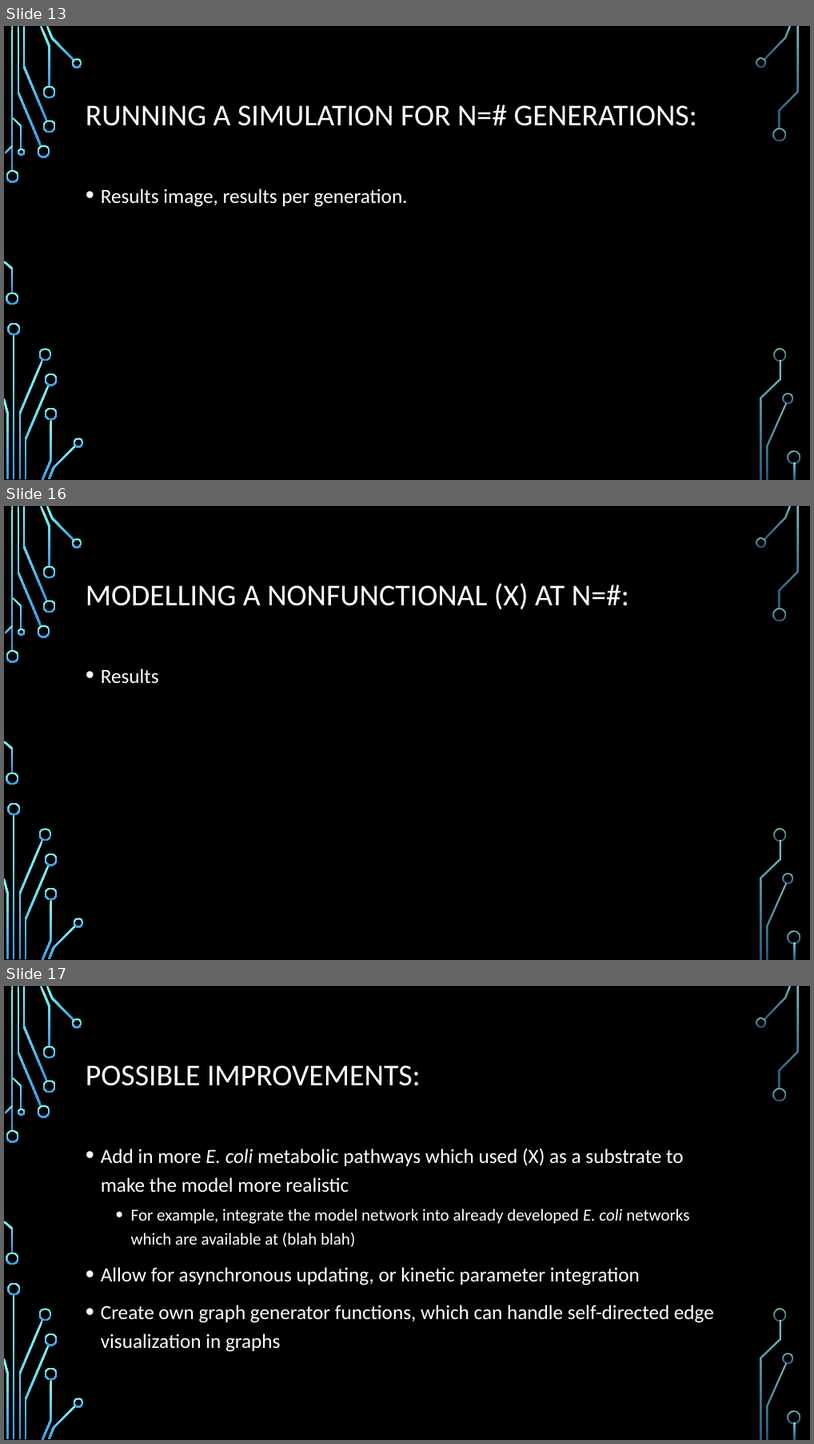
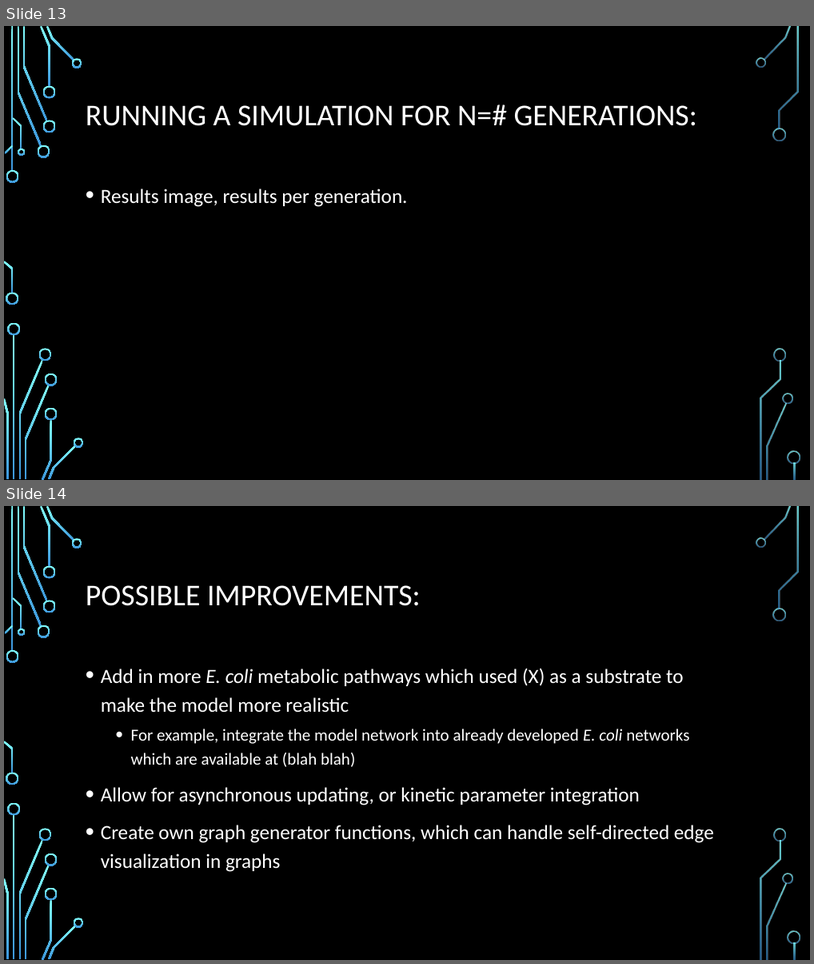
Before and after one commit to saleisha57/Bioinformatics_Final, a slide deck: Bioinformatics Project Slides_Better.pptx. Shown one above the other, each under a label of ours: slides 13, 16 and 17 before the commit, slides 13 and 14 after it; the slides between them are not shown. The pictures are 814x1444 and 814x964 pixels, drawn with LibreOffice and Linux fonts; fonts in the diff are those of the drawing; background and template pictures are left out. Boxes give left, top, right and bottom in pixels: in the first picture for what was removed or moved away, otherwise in the second. Text is boxed around its words. In the diff, an @@ line names an element or a change of style, - is before the commit and + after.

```diff
--- a/Bioinformatics Project Slides_Better.pptx
+++ b/Bioinformatics Project Slides_Better.pptx
@@ slide 16 removed at [4,506,810,960], background picture (left out); not listed: 36 template elements that a slide beside it also shows @@
@@ title removed at [86,583,630,609] @@
-MODELLING A NONFUNCTIONAL (X) AT N=#:
@@ text removed at [101,668,159,684] @@
-• Results
@@ what was slide 17 is now slide 14 @@
```
Also in this commit, not shown: 3 slides changed, 1 slide added, 3 other slides removed.

**DIRECTIONS FOR THIS TASK**
Exactly as they appear above, print all the lines, but not the pictures.

**OUTPUT BELOW**
Before and after one commit to saleisha57/Bioinformatics_Final, a slide deck: Bioinformatics Project Slides_Better.pptx. Shown one above the other, each under a label of ours: slides 13, 16 and 17 before the commit, slides 13 and 14 after it; the slides between them are not shown. The pictures are 814x1444 and 814x964 pixels, drawn with LibreOffice and Linux fonts; fonts in the diff are those of the drawing; background and template pictures are left out. Boxes give left, top, right and bottom in pixels: in the first picture for what was removed or moved away, otherwise in the second. Text is boxed around its words. In the diff, an @@ line names an element or a change of style, - is before the commit and + after.

```diff
--- a/Bioinformatics Project Slides_Better.pptx
+++ b/Bioinformatics Project Slides_Better.pptx
@@ slide 16 removed at [4,506,810,960], background picture (left out); not listed: 36 template elements that a slide beside it also shows @@
@@ title removed at [86,583,630,609] @@
-MODELLING A NONFUNCTIONAL (X) AT N=#:
@@ text removed at [101,668,159,684] @@
-• Results
@@ what was slide 17 is now slide 14 @@
```
Also in this commit, not shown: 3 slides changed, 1 slide added, 3 other slides removed.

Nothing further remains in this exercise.